Benchmark U.S. crude for April delivery was up three cents to US$103.36 a barrel at 3 a.m. ET in electronic trading on the New York Mercantile Exchange. The contract fell $1.59 to close at $103.33 on Tuesday. Brent crude, used to set prices for international varieties of crude, shed 12 cents at $109.18 a barrel on the ICE exchange in London.
Russian President Vladimir Putin said Tuesday the situation in Ukraine was “gradually stabilizing,” helping to cool tensions after Russian troops took control of all Ukrainian border posts on the strategic Crimean peninsula. It also eased concerns of economic sanctions against Russia, which is one of the world’s major oil suppliers.

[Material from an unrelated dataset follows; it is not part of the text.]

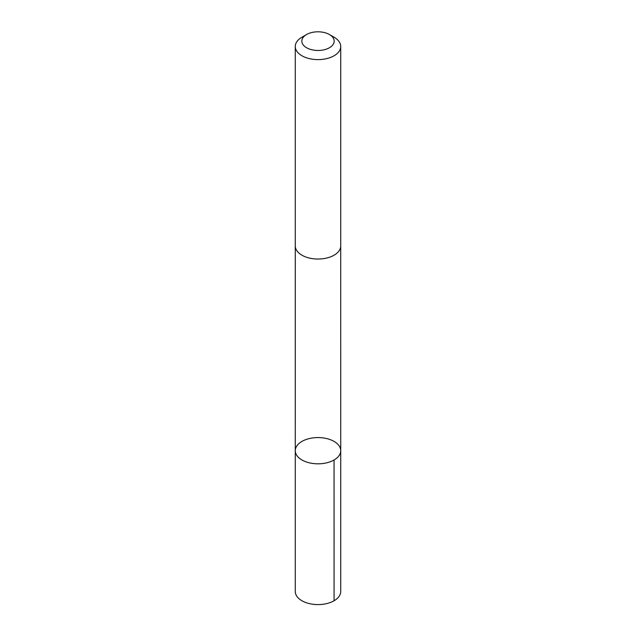 <?xml version="1.0" encoding="UTF-8"?>
<svg xmlns="http://www.w3.org/2000/svg" width="636" height="636" viewBox="0 0 636 636"><rect width="100%" height="100%" fill="white"/><g stroke="black" fill="none" stroke-linecap="round" stroke-linejoin="round"><path stroke-width="0.95" d="M300.9 442.052A22.729 13.118 180 0 1 325.998 438.411A22.729 13.118 180 0 1 340.729 450.693A22.729 13.118 180 0 1 318 463.819A22.729 13.118 180 0 1 295.271 450.693A22.729 13.118 180 0 1 300.9 442.052M295.271 591.472A22.729 13.125 0 0 0 310.002 603.755A22.729 13.125 0 0 0 335.1 600.114A22.729 13.125 0 0 0 340.729 591.472L340.729 450.693A22.729 13.118 180 0 1 318 463.819A22.729 13.118 180 0 1 295.271 450.693L295.271 591.472M306.568 34.535L301.925 37.214A22.729 13.125 0 0 0 295.271 46.492L295.271 245.917A22.729 13.125 0 0 0 310.002 258.2A22.729 13.125 0 0 0 335.1 254.559A22.729 13.125 0 0 0 340.729 245.917L340.729 46.492A22.729 13.125 0 0 0 334.075 37.214L329.432 34.535A16.17 9.333 0 0 0 306.568 34.535A16.17 9.333 0 0 0 306.95 47.946A16.17 9.333 0 0 0 330.163 47.287A16.17 9.333 0 0 0 329.432 34.535M295.271 46.492A22.729 13.125 0 0 0 310.002 58.774A22.729 13.125 0 0 0 335.1 55.133A22.729 13.125 0 0 0 340.729 46.492M334.067 459.971L334.075 600.75M295.279 246.219L295.271 450.693M340.721 246.219L340.729 450.693"/></g></svg>

Putin has pulled his forces back from the Ukrainian border, yet warned Moscow reserves the right to use all means to protect Russians in the country. He also said Western actions were driving Ukraine into anarchy and warned any sanctions the West might place on Russia for its actions will backfire.
Russia was the world’s second-largest producer of oil in 2012, accounting for 12.6 per cent of global supplies, according to the International Energy Agency. It was also the world’s top exporter of natural gas that year, the IEA said.
Any economic sanctions against Moscow could limit world supply and push up prices.
In other energy futures trading on Nymex:
— Wholesale gasoline lost 0.2 cent to $2.983 per gallon.
— Heating oil fell 0.4 cent to $3.037 per gallon.
— Natural gas rose 4.2 cents to $4.709 per 1,000 cubic feet.